You can make good inroads to these blind spots in a few days or weeks if you’re just aware of them. So here’s the hard part: Last of all, learn the idioms. From here on out it’s all about learning to think in the language. That’s going to take you a bit longer, and there’s nothing for it but to talk to other programmers, find some online references, maybe buy a cookbook… but mostly, it’s going to take writing code. Lots and lots of code. In my experience (both personal and observing coworkers and clients) this last part’s a doozy–plan on it taking a couple years or more.
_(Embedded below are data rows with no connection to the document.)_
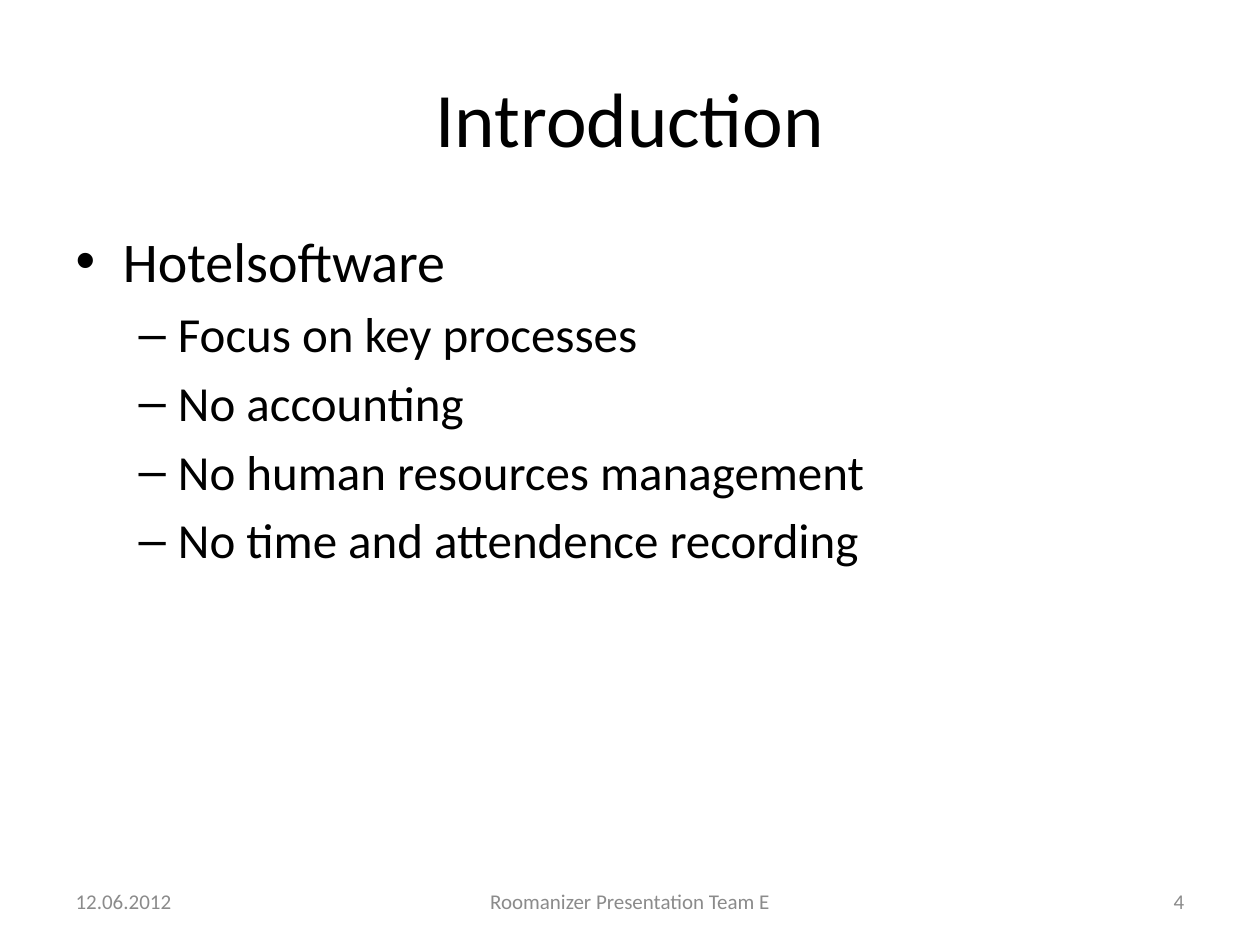
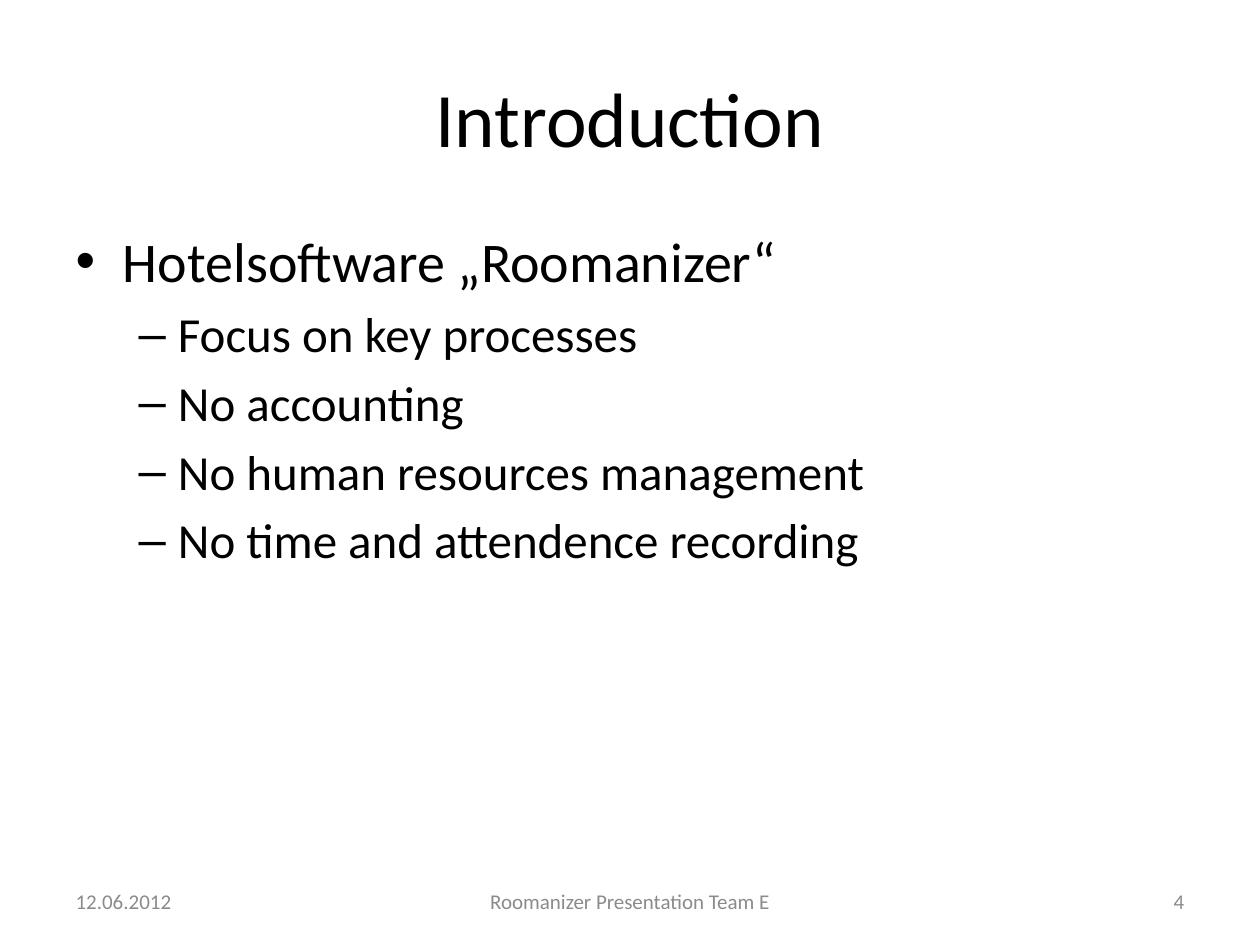
Before and after one commit to markusmo/HotelSoftware, a slide deck: slide 4 of Documentation/Praesentation/PresentationRoomanizer.pptx. Drawn at 1260x945 pixels with LibreOffice and Linux fonts; fonts in the diff are those of the drawing. Boxes give left, top, right and bottom in pixels: in the first picture for what was removed or moved away, otherwise in the second. Text is boxed around its words. In the diff, an @@ line names an element or a change of style, - is before the commit and + after.

```diff
--- a/Documentation/Praesentation/PresentationRoomanizer.pptx
+++ b/Documentation/Praesentation/PresentationRoomanizer.pptx
@@ text at box(123, 241, 776, 291): text changed @@
-• Hotelsoftware
+• Hotelsoftware „Roomanizer“
```
Also in this commit, not shown: 8 other slides changed, 2 other files.

Whaaat. You did say you really wanted to learn this language, didn’t you?

Private Accessors in Ruby

This is a post about writing private method accessors in Ruby, but it takes me a while to get around to saying that because there’s a ton of backstory, which is of course my favorite part. If you want to skip ahead to the code, I have provided a means of conveyance compatible with your hypermedia information consumption device. (Be warned: you’ll miss the part about the monkey.)

The Principle of Least Access

So there’s this great idea called the Principle of Least Access. It is found in computer science, information security, and other fields. It’s more frequently called the Principle of Least Privilege, but the names are interchangeable and when I learned it POLA was an acronym you could pronounce.

Yeah, that’s exactly the kind of motivation that I would choose to make a design decision over. There’s a reason POODR is my favorite book of all time, and “pronounceable acronym” is reason number two. You can guess what reason number one is. (Hint: It’s also number two).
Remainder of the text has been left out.